Houve uma apresentação dos programas de monitoramento pela Leme  Engenharia. Demanda Juruna pela existência de programas específicos para a Volta Grande do Xingu. Queixa da falta de agua potável na aldeia Furo Seco.

Pedir ao DSEI que solicite à NE a instalação de poço.

1a Reunião Ordinária CVR, dezembro de 2012

Os indígenas manifestam preocupação com a qualidade da água e pedem indenizações. Mencionam reunião com a Norte Energia em 12 de dezembro como insuficiente e solicitam nova reunião em Brasília com diretores da NE. Representante da NE diz que assim que os monitoramentos começarem NE fará levantamento para indenizações. Representante da Leme Engenharia fala que os dados são similares aos do ano passado "incluso possibilitando a pesca". Técnico da NE apresenta dados de turbidez desde o EIA e ano de 2011. Preocupação com aumento de mosquitos.

Demanda não resolvida e ameaça de invasão de ensecadeiras caso não tenham respostas sobre a qualidade da água.

Pré-agendada reunião com os diretores da NE em janeiro de 2013.

2ª Reunião ordinária, abril de 2013

Não aconteceu por falta de quórum.

Funai sugeriu realizar reunião informativa.

Reunião Informativa, abril de 2013.

Representante da Leme informa avanços no monitoramento de 400 peixes de 4 espécies sendo que 200 já tem aparelho de rastreamento. Explica a importância destas informações para monitorar o sistema de transposição de peixes. Acrescenta que a empresa que estuda as rotas de migração é a NEOTROPICAL que pensa fazer campanhas e Boletim informativo posteriormente.

Leme sugere convidar pessoas do programa de monitoramento para próxima reunião. Informa localização de antenas para monitoramento de peixes. Representante da Fundação Nacional do Índio, Funai, sugere que as informações da NEOTROPICAL sejam cruzadas com os dados do EIA e apresentadas pela NEOTROPICAL no próximo comitê.

3a Reunião ordinária, dezembro de 2013

(o tema não foi levantado nesta reunião)

4a Reunião ordinária, fevereiro de 2014

Representante da Leme apresenta métodos de coleta do programa de monitoramento da qualidade da agua.
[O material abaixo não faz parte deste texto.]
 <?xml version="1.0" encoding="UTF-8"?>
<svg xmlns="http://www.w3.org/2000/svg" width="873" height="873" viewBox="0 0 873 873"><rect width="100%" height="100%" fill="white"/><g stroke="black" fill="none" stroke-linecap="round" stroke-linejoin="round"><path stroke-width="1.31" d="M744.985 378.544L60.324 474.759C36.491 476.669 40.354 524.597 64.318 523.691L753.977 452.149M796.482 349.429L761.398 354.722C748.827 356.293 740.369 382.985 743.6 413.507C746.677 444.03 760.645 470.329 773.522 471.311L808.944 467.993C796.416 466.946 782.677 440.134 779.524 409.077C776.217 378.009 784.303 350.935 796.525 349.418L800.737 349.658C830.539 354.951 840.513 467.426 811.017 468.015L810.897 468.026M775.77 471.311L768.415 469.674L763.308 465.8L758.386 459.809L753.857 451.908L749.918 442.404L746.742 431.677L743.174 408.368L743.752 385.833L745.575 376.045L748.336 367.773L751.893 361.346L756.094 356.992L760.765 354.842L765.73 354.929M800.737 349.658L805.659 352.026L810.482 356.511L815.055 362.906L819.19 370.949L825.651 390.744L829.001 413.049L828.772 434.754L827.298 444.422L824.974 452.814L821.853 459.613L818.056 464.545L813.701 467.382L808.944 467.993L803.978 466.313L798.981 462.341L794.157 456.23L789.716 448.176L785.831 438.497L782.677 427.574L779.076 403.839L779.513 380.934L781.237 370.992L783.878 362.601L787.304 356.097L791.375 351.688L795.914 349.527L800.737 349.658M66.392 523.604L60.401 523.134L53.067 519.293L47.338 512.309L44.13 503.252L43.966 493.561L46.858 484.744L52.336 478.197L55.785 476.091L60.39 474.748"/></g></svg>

Indígenas questionam dados da turbidez da água em pontos próximos das terras indígenas, respondido que valor está dentro dos parâmetros da resolução 375 Conama. Funai questiona que mesmo dentro da resolução pode afetar a pesca ornamental conforme descrito pelos indígenas.

Monitoramento ictiofauna: representante da Agrar Engetec , executora do Programa de Supervisão Ambiental do PBA, apresenta dados e objetivos do programa. É questionada pelos indígenas pela ausência de monitoramento em frente às aldeias da TI Arara da VGX. Foi solicitado o histórico desses 4 pontos de monitoramento. Os indígenas solicitaram a inclusão de mais 2 pontos, um entre as TIs e outro no rio Bacajaí. Questionada acerca da comparação de dados com relação ao EIA, a representante de Agrar Engetec disse que só foi comparada a riqueza de espécies.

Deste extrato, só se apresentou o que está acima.